Fs.aio-max-nr = 65536 or (1048576) (3145728)

#Asynchronous I / O is supported at the system level. When the system performs a large number of continuous IO, a larger value will be used.

fs.aio-max-size = 131072  

#Maximum size of asynchronous IO

fs.file-max = 65536        

#Represents the maximum number of file handles

net.core.wmem_default = 8388608

#Reserve default memory value (in bytes) for TCP socket to send buffer

net.core.wmem_max = 16777216

#The maximum amount of memory reserved for sending buffer for TCP socket (in bytes)

net.core.rmem_default = 8388608

#The default memory value (in bytes) reserved for receiving buffer for TCP socket

net.core.rmem_max = 16777216

#Maximum amount of memory (in bytes) reserved for receiving buffer for TCP socket

net.core.somaxconn = 262144

#Default parameter for listen (function), maximum number of pending requests limit

Network optimization:

net.ipv4.ip_forward = 0

#Disable packet filtering and forwarding

net.ipv4.tcp_syncookies = 1

#Open syn cookies function

net.ipv4.conf.default.rp_filter = 1

#Enable source route auditing

net.ipv4.conf.default.accept_source_route = 0

#Disable all IP source routes

net.ipv4.route.gc_timeout = 100

#The refresh frequency of route cache.

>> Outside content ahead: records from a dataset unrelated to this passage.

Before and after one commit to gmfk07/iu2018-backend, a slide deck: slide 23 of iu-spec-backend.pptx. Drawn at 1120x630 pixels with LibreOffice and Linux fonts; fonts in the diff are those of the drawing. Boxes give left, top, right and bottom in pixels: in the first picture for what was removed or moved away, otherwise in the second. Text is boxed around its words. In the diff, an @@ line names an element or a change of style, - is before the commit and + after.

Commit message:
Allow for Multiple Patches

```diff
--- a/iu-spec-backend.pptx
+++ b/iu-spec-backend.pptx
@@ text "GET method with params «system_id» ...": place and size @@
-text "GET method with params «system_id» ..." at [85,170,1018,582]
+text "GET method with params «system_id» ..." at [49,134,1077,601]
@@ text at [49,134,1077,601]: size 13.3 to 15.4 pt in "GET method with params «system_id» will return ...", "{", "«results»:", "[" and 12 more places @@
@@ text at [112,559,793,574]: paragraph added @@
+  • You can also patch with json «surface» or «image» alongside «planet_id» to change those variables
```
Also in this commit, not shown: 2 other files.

When one route fails, how long does it take to jump to the other is 300 by default

net.ipv4.ip_local_port_range = 1024 65000

#The range of external connection ports is very small by default: 32768 to 61000, changed to 1024 to 65000.

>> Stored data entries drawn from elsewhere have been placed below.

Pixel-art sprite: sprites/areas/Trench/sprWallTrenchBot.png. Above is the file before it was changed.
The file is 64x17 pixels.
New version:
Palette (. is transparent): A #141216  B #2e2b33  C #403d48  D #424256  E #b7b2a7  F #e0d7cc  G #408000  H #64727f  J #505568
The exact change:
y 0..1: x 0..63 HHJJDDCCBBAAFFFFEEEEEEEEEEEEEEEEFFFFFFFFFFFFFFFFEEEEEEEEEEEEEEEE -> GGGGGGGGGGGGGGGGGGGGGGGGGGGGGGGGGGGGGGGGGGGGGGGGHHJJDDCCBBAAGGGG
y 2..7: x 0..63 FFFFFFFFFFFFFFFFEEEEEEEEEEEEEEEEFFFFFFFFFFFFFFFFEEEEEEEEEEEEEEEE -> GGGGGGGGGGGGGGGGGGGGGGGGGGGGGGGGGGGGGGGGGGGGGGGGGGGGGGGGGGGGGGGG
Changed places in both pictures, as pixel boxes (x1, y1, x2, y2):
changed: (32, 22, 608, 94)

net.ipv4.tcp_max_tw_buckets = 6000

#Indicates that the system maintains the maximum number of time ﹣ wait sockets at the same time. If this number is exceeded, the time ﹣ wait sockets will be cleared immediately and warning messages will be printed. The default value is 180000.

net.ipv4.tcp_sack = 1

#In high latency connections, sack is particularly important for efficient utilization of all available bandwidth. High latency can result in a large number of packets waiting to be answered at any given time. In Linux, these packets will remain in the retransmission queue until they are answered or no longer needed. These packets are queued by sequence number, but there is no index of any kind. When a received sack option needs to be processed, the TCP protocol stack must find the packet with sack applied in the retransmission queue. The longer the retransmission queue, the more difficult it is to find the required data. Generally, this function can be turned off. Selective acknowledgment has a significant impact on performance in high bandwidth delayed network connections, but it can also be disabled without sacrificing interoperability. Set the value to 0 to disable the sack function in the TCP protocol stack.

net.core.netdev_max_backlog = 262144

#The maximum number of packets allowed to be sent to the queue when each network interface receives packets faster than the kernel processes them

net.ipv4.tcp_window_scaling = 1

#TCP window expansion factor support. If the maximum TCP window exceeds 65535 (64K), set the value to 1. TCP window expansion factor is a new option, which will be included in some new implementations. In order to be compatible with the old and new protocols, the following conventions are made: 1. Only the first syn of the active connector can send window expansion factor; 2. After the passive connector receives the option with window expansion factor, if it supports it, it can send its own window expansion factor, otherwise it will be ignored. This option; 3. If both parties support this option, the window expansion factor will be used for subsequent data transmission. If the other party does not support wscale, it should not respond to wscale 0, and should not send 1460 data when receiving 46 windows; if the other party supports wscale, it should send a large amount of data to increase throughput, not to solve the problem by turning off wscale. If it is implemented by using common protocols, it needs to turn off wscale to improve performance and just in case 。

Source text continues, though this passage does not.